Assignment: Print the entries exactly; skip the pictures.
☆ ☆ ☆ ☆ ☆
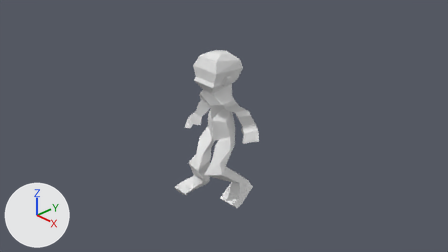
An edit to the Blender file Human2.blend, drawn before and after from the same camera.
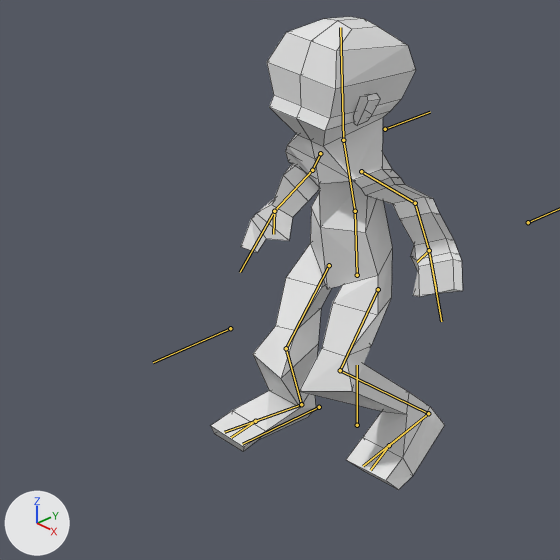
There are two pictures of each version: one from the file's camera 'Camera', one close up on the part from 23% to 65% of the width and 18% to 92% of the height. The lights are fixed; the arrows at lower left show +X, +Y and +Z. Both versions are drawn at frame 20 of the action 'Walk2'; the numbers are the values there. The bones that bend it are drawn over the model as lines in the close-ups. The close-ups show mesh edges as thin lines.
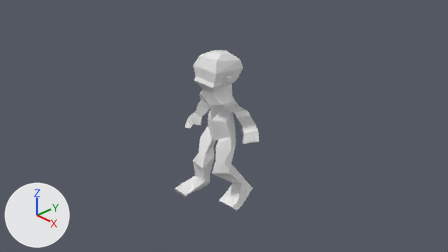
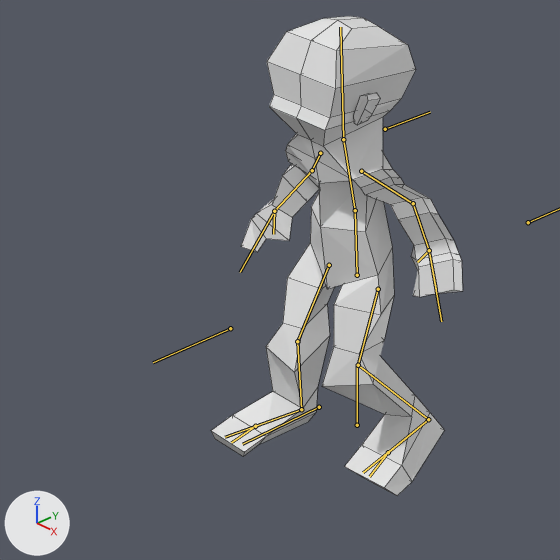
Location of each change, [x1, y1, x2, y2] in pixels of the close-ups (560 x 560 px):
```json
{"object": "Cube", "change": "posed", "before": [211, 17, 463, 490], "after": [211, 16, 463, 496]}
{"bone": "FootIK.L", "before": "(428, 413) to (363, 466)", "after": "(428, 419) to (363, 472)"}
{"bone": "FootIK.R", "before": "(301, 404) to (224, 432)", "after": "(301, 409) to (225, 437)"}
```

Scene script edits in JSON lines:
```json
{"block": "bone_footik_l", "where": "bone_footik_l = bpy.data.objects['アーマチュア'].pose.bones['FootIK.L']  # child of 'Root'"}
{"op": "set", "path": "bone_footik_l.location", "old": "(0.0, -0.2, -0.18)", "new": "(0.0, -0.2, -0.08)"}
{"block": "bone_footik_r", "where": "bone_footik_r = bpy.data.objects['アーマチュア'].pose.bones['FootIK.R']  # child of 'Root'"}
{"op": "set", "path": "bone_footik_r.location", "old": "(0.0, 0.27, -0.08)", "new": "(0.0, 0.27, 0.0)"}
```
☆ ☆ ☆ ☆ ☆
Problem solution:
An edit to the Blender file Human2.blend, drawn before and after from the same camera.
There are two pictures of each version: one from the file's camera 'Camera', one close up on the part from 23% to 65% of the width and 18% to 92% of the height. The lights are fixed; the arrows at lower left show +X, +Y and +Z. Both versions are drawn at frame 20 of the action 'Walk2'; the numbers are the values there. The bones that bend it are drawn over the model as lines in the close-ups. The close-ups show mesh edges as thin lines.
Location of each change, [x1, y1, x2, y2] in pixels of the close-ups (560 x 560 px):
```json
{"object": "Cube", "change": "posed", "before": [211, 17, 463, 490], "after": [211, 16, 463, 496]}
{"bone": "FootIK.L", "before": "(428, 413) to (363, 466)", "after": "(428, 419) to (363, 472)"}
{"bone": "FootIK.R", "before": "(301, 404) to (224, 432)", "after": "(301, 409) to (225, 437)"}
```

Scene script edits in JSON lines:
```json
{"block": "bone_footik_l", "where": "bone_footik_l = bpy.data.objects['アーマチュア'].pose.bones['FootIK.L']  # child of 'Root'"}
{"op": "set", "path": "bone_footik_l.location", "old": "(0.0, -0.2, -0.18)", "new": "(0.0, -0.2, -0.08)"}
{"block": "bone_footik_r", "where": "bone_footik_r = bpy.data.objects['アーマチュア'].pose.bones['FootIK.R']  # child of 'Root'"}
{"op": "set", "path": "bone_footik_r.location", "old": "(0.0, 0.27, -0.08)", "new": "(0.0, 0.27, 0.0)"}
```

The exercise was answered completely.